===== Supplied entries =====

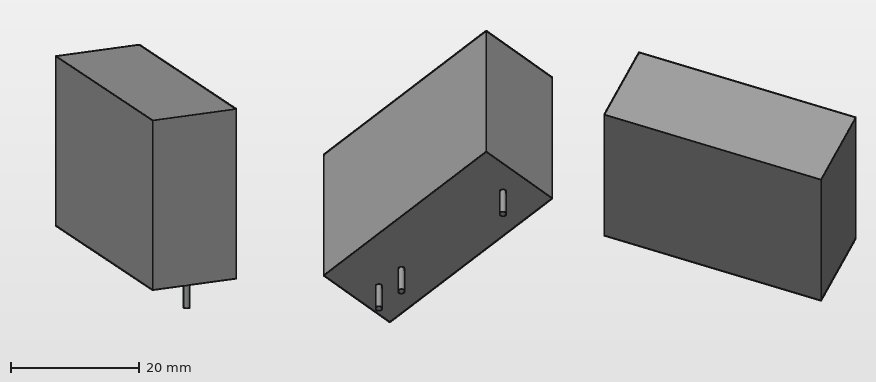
import cadquery as cq

housing_length = 36.6
housing_width = 14.35
overall_height = 32.9
pin_length = 5.1
housing_height = overall_height - pin_length

pin_diameter = 1.0
near_pin_spacing = 5.08
row_length = 27.94
pin_positions = [0, near_pin_spacing, row_length]

end_margin = (housing_length - row_length) / 2
back_margin = 6.55


def make_housing():
    """Plain block with its underside on Z = 0."""
    block = cq.Workplane("XY").box(housing_length, housing_width, housing_height, centered=False)
    return block.translate((-end_margin, back_margin - housing_width, 0))


def make_pin(x):
    """Round pin hanging from the housing underside at the given X."""
    return cq.Workplane("XY").center(x, 0).circle(pin_diameter / 2).extrude(-pin_length)


housing = make_housing()
pins = [make_pin(x) for x in pin_positions]

result = cq.Compound.makeCompound([housing.val(), *[pin.val() for pin in pins]])

=====

• Task details
In the entries above, which lines hold the string "underside"? Report all of them.

• Response to this task
    """Plain block with its underside on Z = 0."""
    """Round pin hanging from the housing underside at the given X."""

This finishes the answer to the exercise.